BELLINGHAM - The owners of the Padden Trails property between Lake Padden and Interstate 5 say they are weighing legal options after City Council rejected a proposed rezone of the 113-acre site to allow more housing to be built there.
The council seemingly ended months of deliberation on the proposed rezone at their Monday, July 2, meeting, with a 4-3 vote to deny it. Terry Bornemann, Jack Weiss, Michael Lilliquist, and Stan Snapp voted for the motion to deny the rezone. Seth Fleetwood, Cathy Lehman and Gene Knutson voted against it.
The Padden Trails property is now zoned for 246 single-family homes, but the owners - Padden Trails LLC and managing partner George Huston - had applied for zoning and comprehensive plan changes to allow as many as 492 housing units, including multi-family buildings.

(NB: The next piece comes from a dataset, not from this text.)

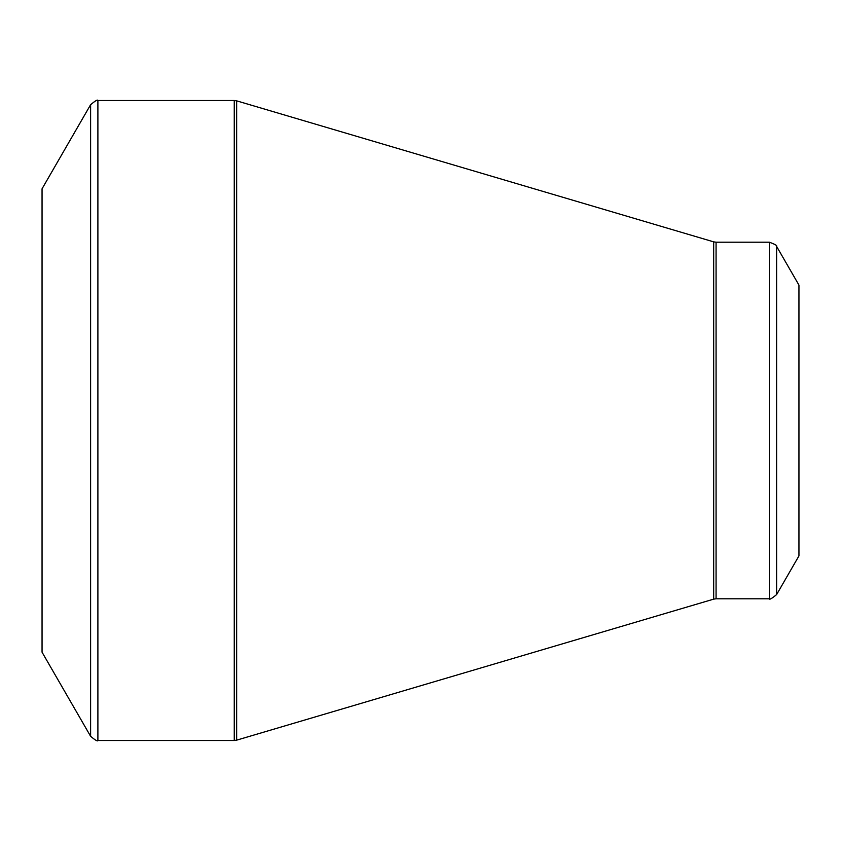 <?xml version="1.0" encoding="UTF-8"?>
<svg xmlns="http://www.w3.org/2000/svg" width="841" height="841" viewBox="0 0 841 841"><rect width="100%" height="100%" fill="white"/><g stroke="black" fill="none" stroke-linecap="round" stroke-linejoin="round"><path stroke-width="1.26" d="M42.05 420.5L42.05 188.804L90.607 104.704L90.607 736.295L42.05 652.196L42.05 420.5M798.95 420.5L798.95 285.099L776.611 246.413L776.611 594.587L798.95 555.901L798.95 420.5M97.892 740.5L234.261 740.5L234.261 100.499L97.892 100.499L97.892 740.5C97.703 741.615 95.275 740.217 90.607 736.295M713.683 420.5L713.683 241.861L236.647 100.846L236.647 740.154L713.683 599.139L713.683 420.5M716.069 598.792L769.336 598.792L769.336 242.208L716.069 242.208L716.069 598.792L713.683 599.139M776.611 246.413C777.494 245.698 775.066 244.289 769.336 242.208M769.336 598.792C769.389 599.938 771.817 598.54 776.611 594.587M716.069 242.208L713.683 241.861M236.647 100.846L234.261 100.499M234.261 740.5L236.647 740.154M97.892 100.499C97.703 99.385 95.275 100.783 90.607 104.704"/></g></svg>

Faced with widespread opposition from neighbors, developers later suggested that they could live with plans that would allow 348 new units, or 410 if some of those units were set aside for lower-cost dwellings.
At their June 18 meeting, council members discussed other compromise proposals, but none got the support of a majority.
Some neighbors contended the rezone to multi-family would harm the Samish neighborhood's character and hurt their property values. Others argued against allowing an increase in the number of households, fearing traffic and emergency access problems.
The emergency access issue seemed to be especially troubling to council members who voted against the rezone. Snapp, a retired firefighter, said the proposed new housing development would be reached by a single access road, meaning that emergency help would be cut off if something happened to block that road.
At the June 18 meeting, Weiss noted the access problems during the Squalicum Harbor marina fire that killed two people.
Developers had said they would install sprinklers in all buildings to allay those concerns, but council members were not persuaded.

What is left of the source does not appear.